As mulheres colocavam as tripas num tabuleiro de madeira comprido (o tabuleiro das tripas) e iam lavá-las à vala a jusante da Fonte Seca, a miudagem ia com elas para brincar e apanhar agriões para se fazer uma salada, que era comida com o sarrabulho (fígado, pulmão, sangue e febras) estufadas com especiarias, cebola, alho louro azeite e vinho e acompanhadas com batata cozida com a pele. Era meio da tarde quando se comia o sarrabulho, antes já se haviam comido as febras assadas na brasa, com pão e vinho, as queixadas (maxilares inferiores do porco) eram também assadas nas brasas mas eram comidas pelos mais idosos (os velhinhos) da família por ser a carne mais gostosa.
Agora que o porco estava pronto e a enxugar para ser desmanchado no dia seguinte, os homens sentavam-se na mesa grande da cozinha, jogavam às cartas, fumavam cigarros sem filtro “provisórios e definitivos”, comiam amendoins e bebiam vinho, enquanto as crianças em gritaria corriam por todo o lado a brincar, esperava-se a hora da “ceia”. A ceia era invariavelmente canja de galhinha, galho guisado e um cozido com carnes e enchidos do ano anterior, peituga fresca, couve tronchuda e batatas. Com toda a família á mesa grande, as crianças comiam numa mesa baixinha, conversava-se e combinava-se o dia das matanças do poço, que iriam acontecer ainda para que todos se pudessem reunir novamente. A ceia terminava com castanhas assadas, uvas que estavam penduradas em pregos nas traves do sobrado, nozes e peros “bravo esmolfe” de formidável aroma. À noite na rua em frente à casa nós as crianças faziamos uma fogueira que logo atraía os companheiros da mesma rua, naquele tempo havia muitas cianças para brincar, ao "ninho", ao "rô-rô", à "bugallha" e também à "bulha" com que se fortaleciam grandes amizades, muito maiores que nós que eramos pequenas crianças, ninguém reclamava da algazarra, qual chilrear de pardais em bando...

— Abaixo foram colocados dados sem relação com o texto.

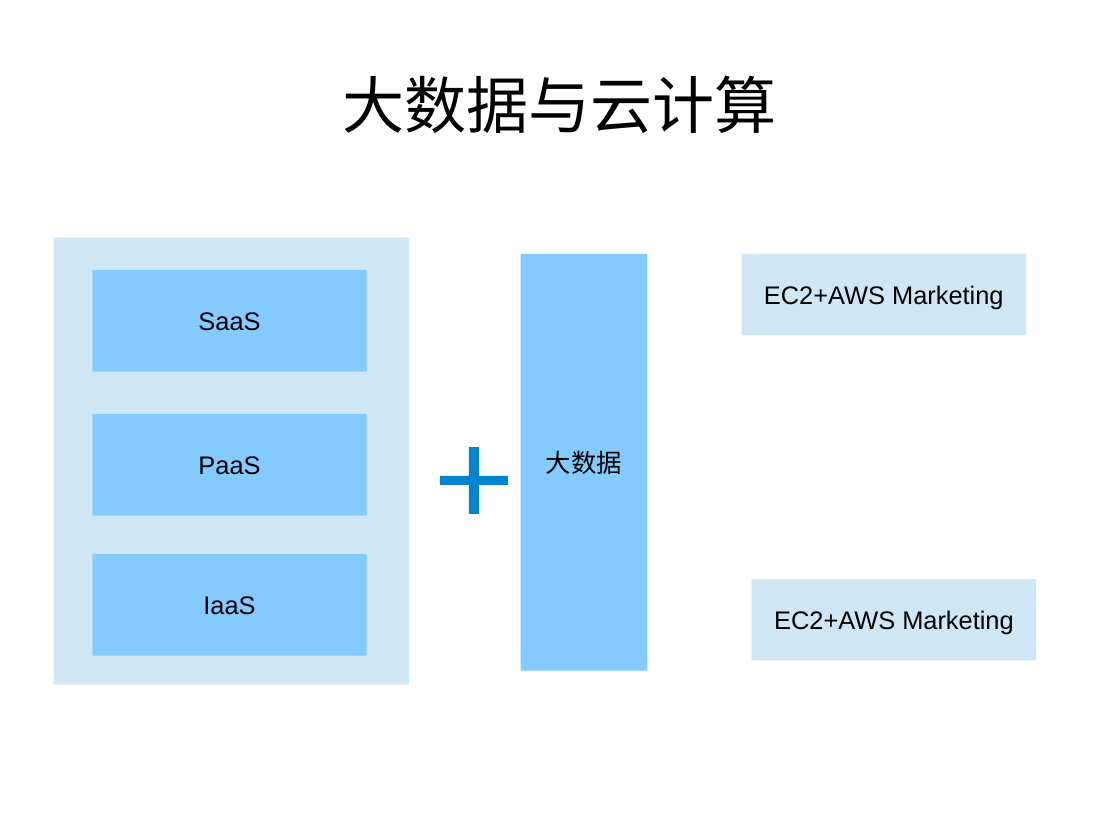
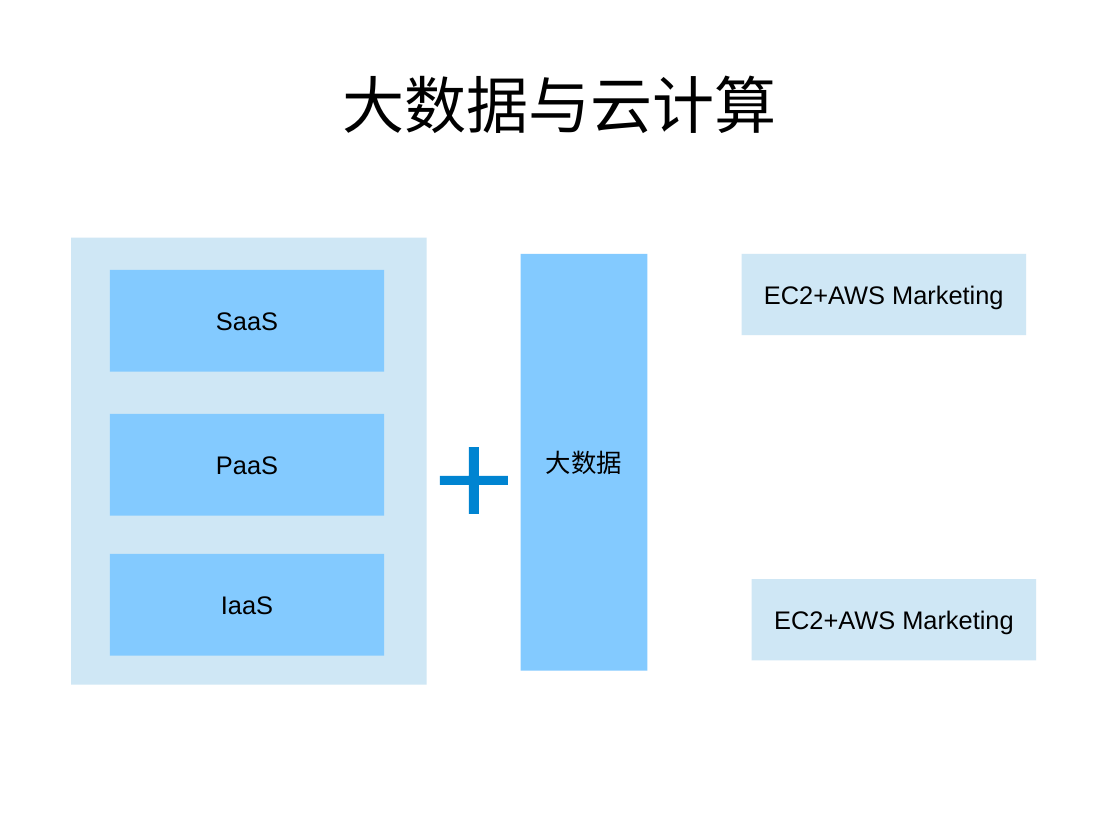
Before and after one commit to zouzhberk/Notes, a slide deck: slide 8 of bigdata/about-bigdata-product.odp (slide 7 before the commit). Drawn at 1120x840 pixels with LibreOffice and Linux fonts; fonts in the diff are those of the drawing. Boxes give left, top, right and bottom in pixels: in the first picture for what was removed or moved away, otherwise in the second. Text is boxed around its words. In the diff, an @@ line names an element or a change of style, - is before the commit and + after.

```diff
--- a/bigdata/about-bigdata-product.odp
+++ b/bigdata/about-bigdata-product.odp
@@ rectangle: place and size @@
-rectangle at [54,238,410,685]
+rectangle at [71,238,427,685]
@@ 3 rectangles: place and size @@
-3 rectangles at [92,270,367,656]
+3 rectangles at [110,270,384,656]
```
Also in this commit, not shown: 2 other slides changed, 11 slides added, 1 other file.
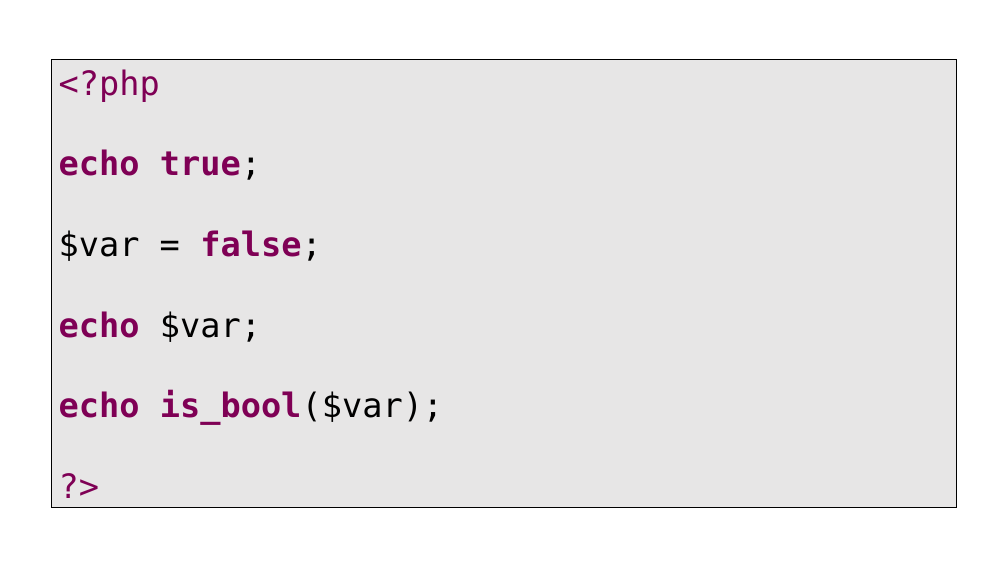
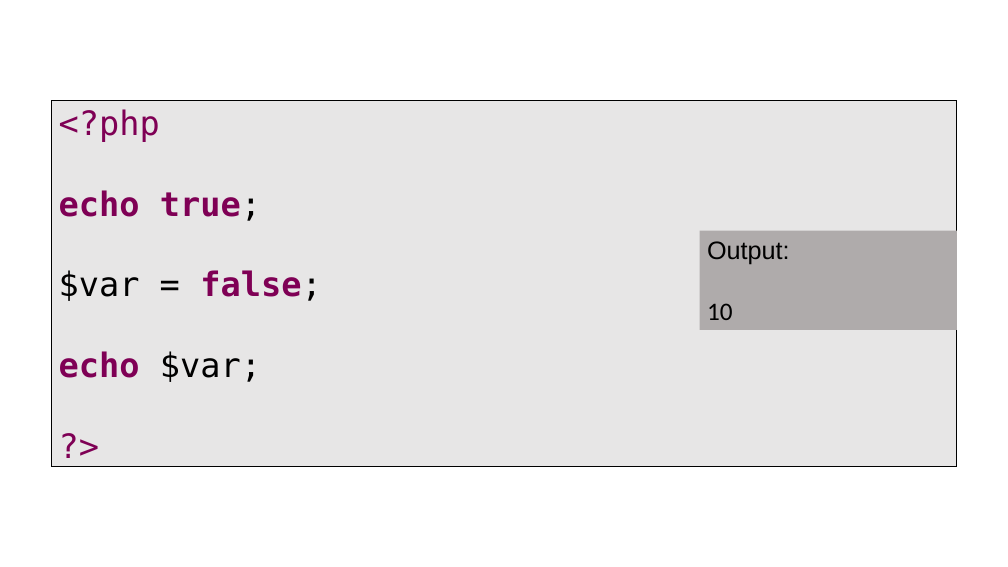
Before and after one commit to PHPEmbark/curriculum, a slide deck: slide 12 of course/1 - Basic Programming/Basics Of Programming.pptx. Drawn at 1008x567 pixels with LibreOffice and Linux fonts; fonts in the diff are those of the drawing. Boxes give left, top, right and bottom in pixels: in the first picture for what was removed or moved away, otherwise in the second. Text is boxed around its words. In the diff, an @@ line names an element or a change of style, - is before the commit and + after.

```diff
--- a/course/1 - Basic Programming/Basics Of Programming.pptx
+++ b/course/1 - Basic Programming/Basics Of Programming.pptx
@@ text "<?php": place and size @@
-text "<?php" at bbox=[51, 56, 957, 511]
+text "<?php" at bbox=[51, 97, 957, 471]
@@ rectangle added at bbox=[699, 231, 957, 330], fill #AFABAB, 24 pt, text #000000 @@
+Output:
+10
@@ text at bbox=[59, 390, 443, 425]: paragraph removed @@
-echo is_bool($var);
```
Also in this commit, not shown: 29 other slides changed, 9 slides added.

Estas são as recordações que tenho dos dias em que a família matava o porco e eram ansiosamente esperados. Era a reunião da família, hoje quase não existe assim as arcas frigorificas, as normas da CEE, a alteração do conceito e práticas familiares vieram acabar com estas festas de que guardo maravilhosa recordações que me marcaram.